A complete answer includes every line below with the word "added".

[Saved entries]
┌──
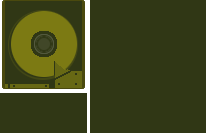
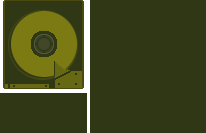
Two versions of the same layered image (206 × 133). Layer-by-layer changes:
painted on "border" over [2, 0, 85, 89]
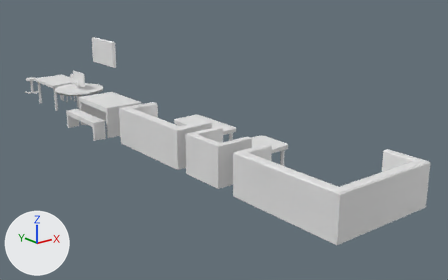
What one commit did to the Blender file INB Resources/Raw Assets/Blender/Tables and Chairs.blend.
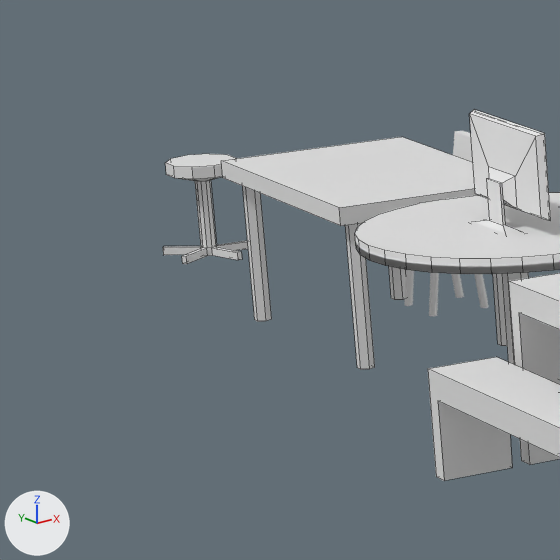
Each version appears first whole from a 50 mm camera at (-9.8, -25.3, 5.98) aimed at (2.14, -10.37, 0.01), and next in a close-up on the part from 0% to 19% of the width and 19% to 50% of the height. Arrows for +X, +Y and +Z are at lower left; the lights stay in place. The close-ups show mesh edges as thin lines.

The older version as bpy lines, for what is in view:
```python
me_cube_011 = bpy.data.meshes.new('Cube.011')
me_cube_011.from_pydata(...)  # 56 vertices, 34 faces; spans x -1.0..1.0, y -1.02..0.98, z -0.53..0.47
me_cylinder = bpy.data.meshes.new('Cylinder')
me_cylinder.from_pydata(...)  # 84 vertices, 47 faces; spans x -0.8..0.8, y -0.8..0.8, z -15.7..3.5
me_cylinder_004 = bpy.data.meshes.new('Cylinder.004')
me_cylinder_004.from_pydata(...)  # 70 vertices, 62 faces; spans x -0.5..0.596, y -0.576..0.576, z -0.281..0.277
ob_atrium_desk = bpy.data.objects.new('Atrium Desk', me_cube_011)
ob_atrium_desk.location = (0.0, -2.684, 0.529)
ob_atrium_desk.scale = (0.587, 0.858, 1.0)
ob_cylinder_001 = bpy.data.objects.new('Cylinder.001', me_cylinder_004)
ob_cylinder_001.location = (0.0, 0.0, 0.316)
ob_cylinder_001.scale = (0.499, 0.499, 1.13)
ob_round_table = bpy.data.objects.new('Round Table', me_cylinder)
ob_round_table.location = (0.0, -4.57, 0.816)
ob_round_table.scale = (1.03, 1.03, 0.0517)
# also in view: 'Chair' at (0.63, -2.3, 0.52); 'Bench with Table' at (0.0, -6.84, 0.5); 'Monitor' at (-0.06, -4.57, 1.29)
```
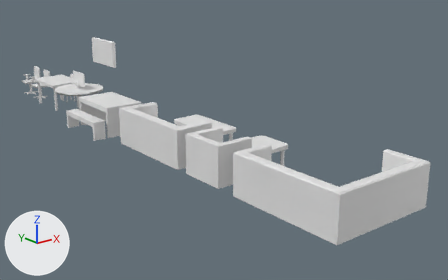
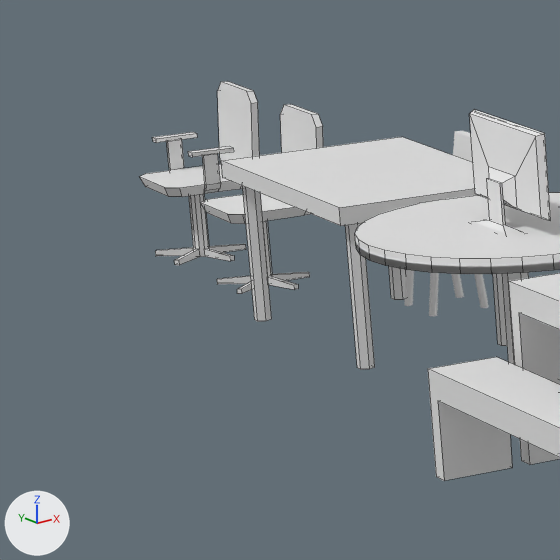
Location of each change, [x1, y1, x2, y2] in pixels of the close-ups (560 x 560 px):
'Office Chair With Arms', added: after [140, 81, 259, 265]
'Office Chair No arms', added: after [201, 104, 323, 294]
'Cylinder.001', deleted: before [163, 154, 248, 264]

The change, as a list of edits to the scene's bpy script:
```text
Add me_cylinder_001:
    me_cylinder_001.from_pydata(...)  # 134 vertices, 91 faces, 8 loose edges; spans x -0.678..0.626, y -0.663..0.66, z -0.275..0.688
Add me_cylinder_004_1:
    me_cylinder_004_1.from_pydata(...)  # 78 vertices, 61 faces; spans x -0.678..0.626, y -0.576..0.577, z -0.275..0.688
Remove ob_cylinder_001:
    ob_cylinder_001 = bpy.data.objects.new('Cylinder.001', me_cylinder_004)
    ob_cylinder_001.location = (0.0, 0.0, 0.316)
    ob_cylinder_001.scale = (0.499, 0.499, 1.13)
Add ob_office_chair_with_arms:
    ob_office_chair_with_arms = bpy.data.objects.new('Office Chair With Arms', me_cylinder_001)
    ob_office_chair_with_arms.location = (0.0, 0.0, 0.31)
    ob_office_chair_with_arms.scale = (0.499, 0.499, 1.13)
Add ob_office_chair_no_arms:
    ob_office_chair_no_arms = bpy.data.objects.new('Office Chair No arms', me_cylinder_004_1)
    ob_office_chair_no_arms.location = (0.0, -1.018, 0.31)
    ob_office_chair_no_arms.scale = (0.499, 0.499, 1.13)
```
└──
┌──
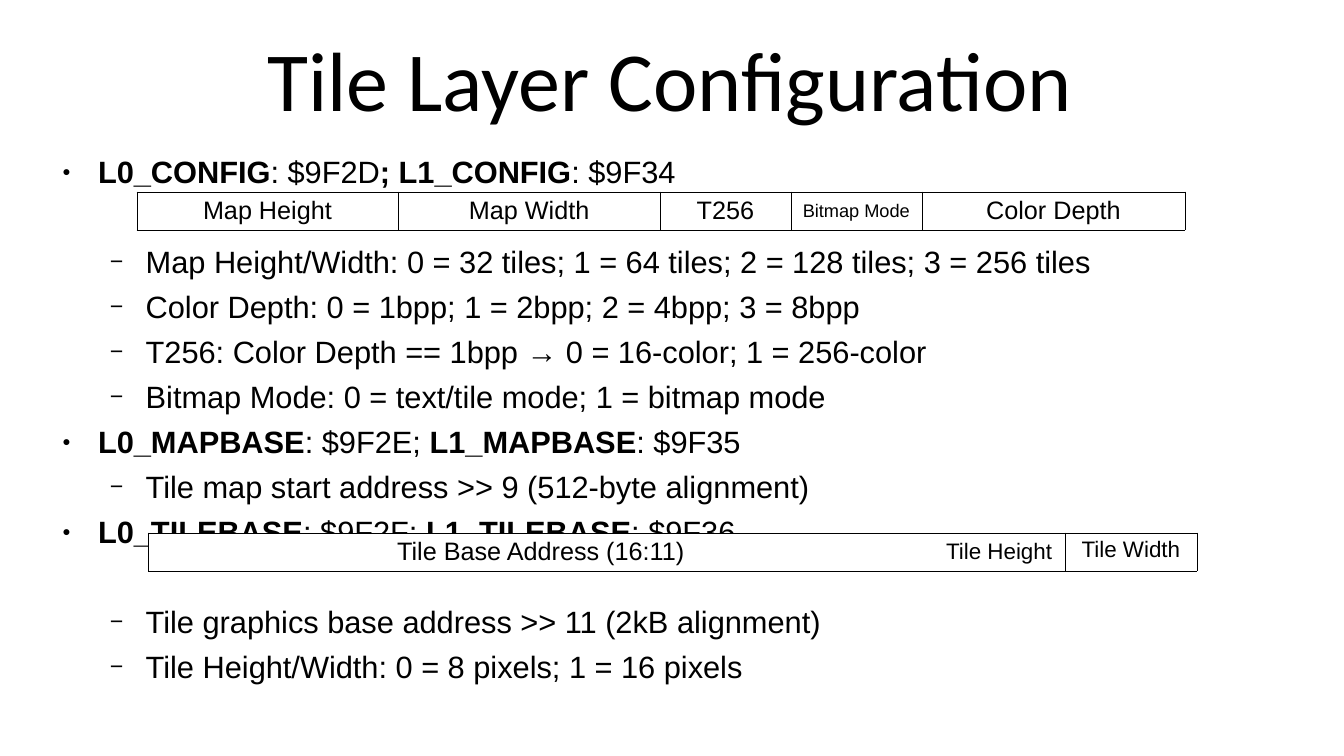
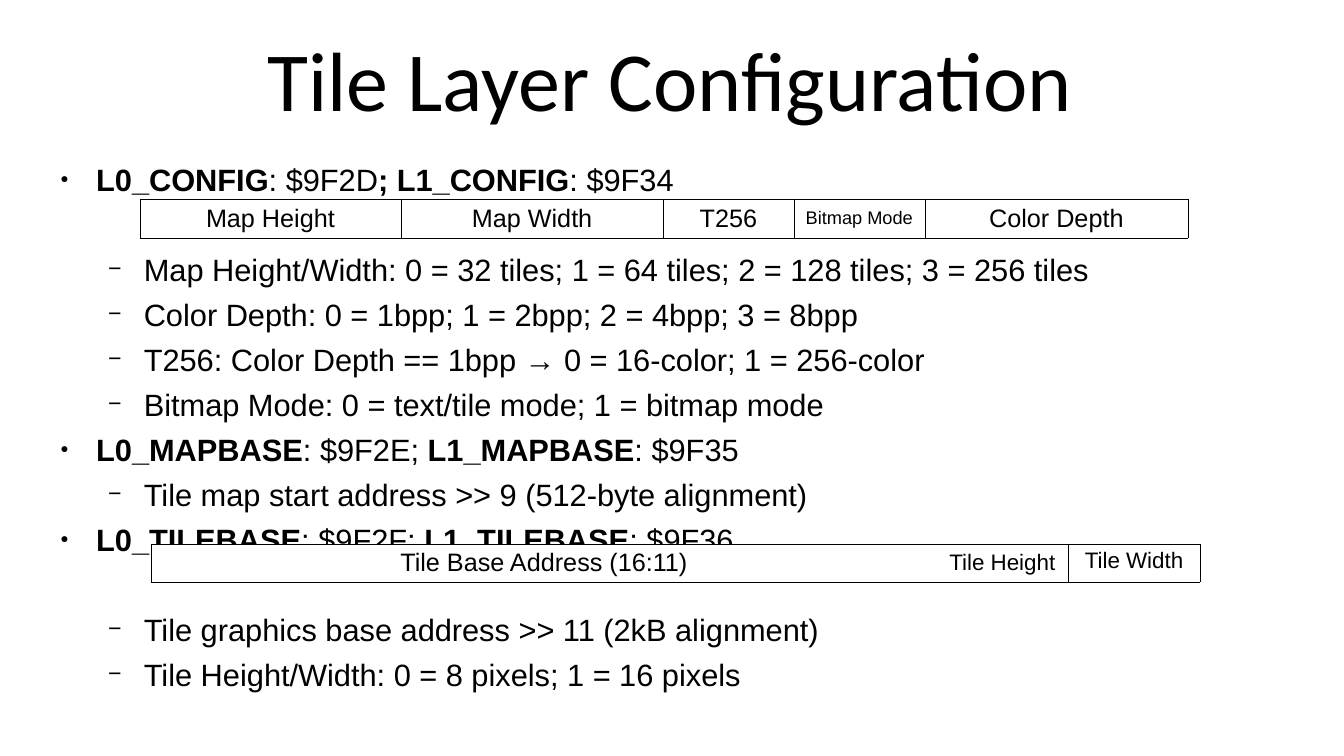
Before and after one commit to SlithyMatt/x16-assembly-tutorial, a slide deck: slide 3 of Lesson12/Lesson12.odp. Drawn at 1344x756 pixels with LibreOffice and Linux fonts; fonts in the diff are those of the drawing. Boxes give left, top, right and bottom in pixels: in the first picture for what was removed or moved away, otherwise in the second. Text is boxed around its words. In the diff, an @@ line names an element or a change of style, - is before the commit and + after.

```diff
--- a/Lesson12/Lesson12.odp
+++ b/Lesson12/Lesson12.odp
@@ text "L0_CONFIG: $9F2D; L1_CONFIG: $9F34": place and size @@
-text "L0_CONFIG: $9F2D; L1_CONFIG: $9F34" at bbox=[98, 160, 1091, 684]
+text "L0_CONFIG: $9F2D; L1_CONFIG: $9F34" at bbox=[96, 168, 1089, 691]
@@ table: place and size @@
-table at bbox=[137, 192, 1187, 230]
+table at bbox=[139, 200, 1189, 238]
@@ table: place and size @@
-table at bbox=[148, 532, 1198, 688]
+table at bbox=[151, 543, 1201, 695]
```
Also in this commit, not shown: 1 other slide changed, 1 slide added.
└──
[ANSWER SPACE]
'Office Chair With Arms', added: after [140, 81, 259, 265]
'Office Chair No arms', added: after [201, 104, 323, 294]
Also in this commit, not shown: 1 other slide changed, 1 slide added.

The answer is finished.